Novel Methodologies Awardees

Novel Methodologies Year 4 Awardees

Mina ChungMina Chung, MD

Project: The Application of Adaptive Optics Imaging To Age-Related Macular Degeneration

Brief Description of Project: Although the specific aims of this proposal are directed towards the evaluation of retinal cellular changes in AMD, the novel methods we seek to develop do have tremendous potential applications in a broad spectrum of diseases and research areas. The retina constitutes a unique subset of neuronal cells which have the advantage of being optically accessible in vivo. The use of FAOSLO to quantify retinal cells would offer a non-invasive, clinically relevant method to measure the progression of diseases and the effects of potential therapies in clinical trials, not only for ophthalmic diseases such as AMD, glaucoma, and retinitis pigmentosa, but also for neurodegenerative conditions including Alzheimer's and Parkinson's disease. The retinal pigment epithelium is a model system for the study of oxidative stress and the response to toxic exposures such as smoking. The earliest manifestations of systemic diseases, including diabetes, hypertension, leukemia, and AIDS can first present in the retina, and FAOSLO retinal imaging, therefore, has the potential to provide a mechanism for early detection of these conditions.

roseroSpencer Rosero, MD

Project: Implantable Cell-Embedded Feedback System for Drug Delivery

Brief Description of Project: Our current efforts include developing an implantable biosensor system in which engineered cell lines are used for monitoring levels of bioactive molecules in tissue fluids. The "sensor cells" are housed and maintained in an implanted biochamber and will allow us to study effects of in vivo milieu on cell growth, survival, gene expression, phenotypic expression, and response to drug therapy. We seek to optimize the implantable biochamber for maintaining a population of reporter (sensor) cells embedded in an integrated with the optical components of the biosensor in vivo, and demonstrate feasibility of the sensor cells to detect agonist mediated cellular response to brain natriuretic protein (BNP) in vivo.

Potential Impact on Patient Community: Heart failure is a leading cause of death, morbidity, and loss of quality of life in patients with heart disease. With a total of 5 million heart failure patients in the United States and 22 million worldwide, the need for advanced therapeutic technology will continue to increase. Patient care will need to become increasingly individualized in order to reduce expensive hospitalizations and improve their quality of life. The need to personalize therapeutic drug delivery and move beyond the "one size fits all" approach to medications will require the use of individual biologic response to guide therapy.

Potential Impact on the Science and Application of Pharmacologic Therapeutics: The technology addresses the core question: "How can we personalize pharmacologic therapeutics to provide the best biological response while minimizing toxicity." This would ultimately lead to improved clinical outcomes, decreased morbidity and adverse drug effects and improved quality of life.

Other investigators include: Keigi Fujiwara, PhD and Edward Brown, PhD.

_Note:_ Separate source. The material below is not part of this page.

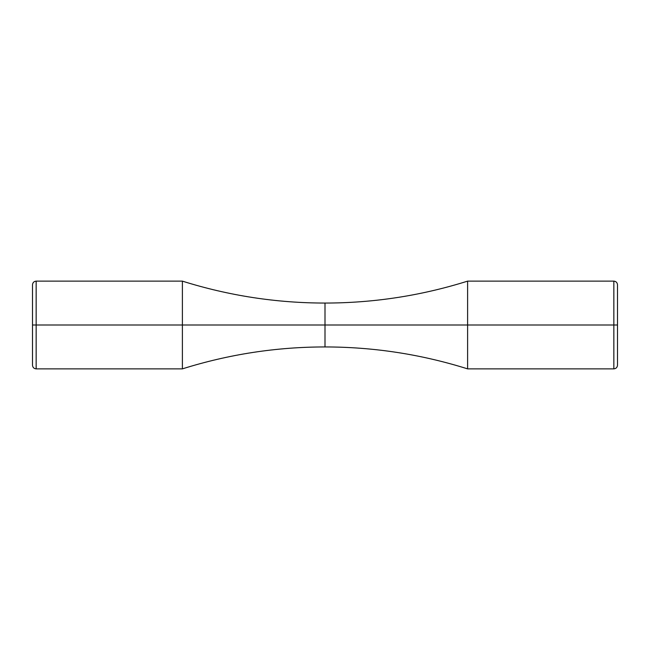 <?xml version="1.0" encoding="UTF-8"?>
<svg xmlns="http://www.w3.org/2000/svg" width="650" height="650" viewBox="0 0 650 650"><rect width="100%" height="100%" fill="white"/><g stroke="black" fill="none" stroke-linecap="round" stroke-linejoin="round"><path stroke-width="0.97" d="M182.39 368.867L182.39 325L325 325L325 346.938L325 325L182.39 325L182.39 281.133C228.808 295.709 276.348 303.022 325 303.062L325 325L325 303.062C373.652 303.022 421.192 295.709 467.61 281.133L467.61 368.867L613.844 368.867L613.844 325L613.844 368.867C616.054 368.648 617.273 367.429 617.5 365.219L617.5 325L617.5 365.219L617.5 325L325 325L467.61 325L467.61 368.867C421.192 354.291 373.652 346.978 325 346.938C276.348 346.978 228.808 354.291 182.39 368.867L182.39 325L32.5 325L32.5 365.219L32.5 284.781L32.5 325L36.156 325L36.156 368.867L36.156 325L182.39 325L182.39 281.133L36.156 281.133L36.156 325L36.156 281.133C33.946 281.352 32.727 282.571 32.5 284.781L32.5 365.219C32.727 367.429 33.946 368.648 36.156 368.867L182.39 368.867M617.5 284.781L617.5 325L617.5 284.781L617.5 325L613.844 325L613.844 281.133L613.844 325L467.61 325L467.61 281.133L613.844 281.133C616.054 281.352 617.273 282.571 617.5 284.781"/></g></svg>

Novel Methodologies Year 3 Awardees

Mark SullivanInaki SanzMark Sullivan PhD and Iñaki Sanz MD

Project: Novel Platform for Biomarker Discovery in Autoimmune Disease

Investigators:

Brief Description of Project: At the end of this project, we expect that we will have demonstrated the ability to detect disease-specific immune responses associated with rheumatoid arthritis. A rapid, convenient immunoassay for specific auto-antibodies should facilitate identification of optimum treatment options for patients. This novel methodology can be applied to essentially any disease where there is an immune response to disease-related structures (proteins, aberrant degradation products, cell structures, unusual modifications, etc.) in addition to the autoimmune diseases we are targeting for initial validation. Potential applications include neurodegenerative diseases (Parkinson’s and Alzheimer’s), cancer, pre-eclampsia, and type I diabetes, where anti-GAD65 antibodies and an anti-idiotypic antibody network appears important in disease progression.

David Herrmann MD

Project: In vivo Reflectance Confocal Microscopy as a Biomarker for Peripheral Neuropathy Clinical Trials

Investigators: J. Forrester M.S, Director IT, Dept. of Neurology, and Dr. J. Huang, Dept. of Neurosurgery, U of R.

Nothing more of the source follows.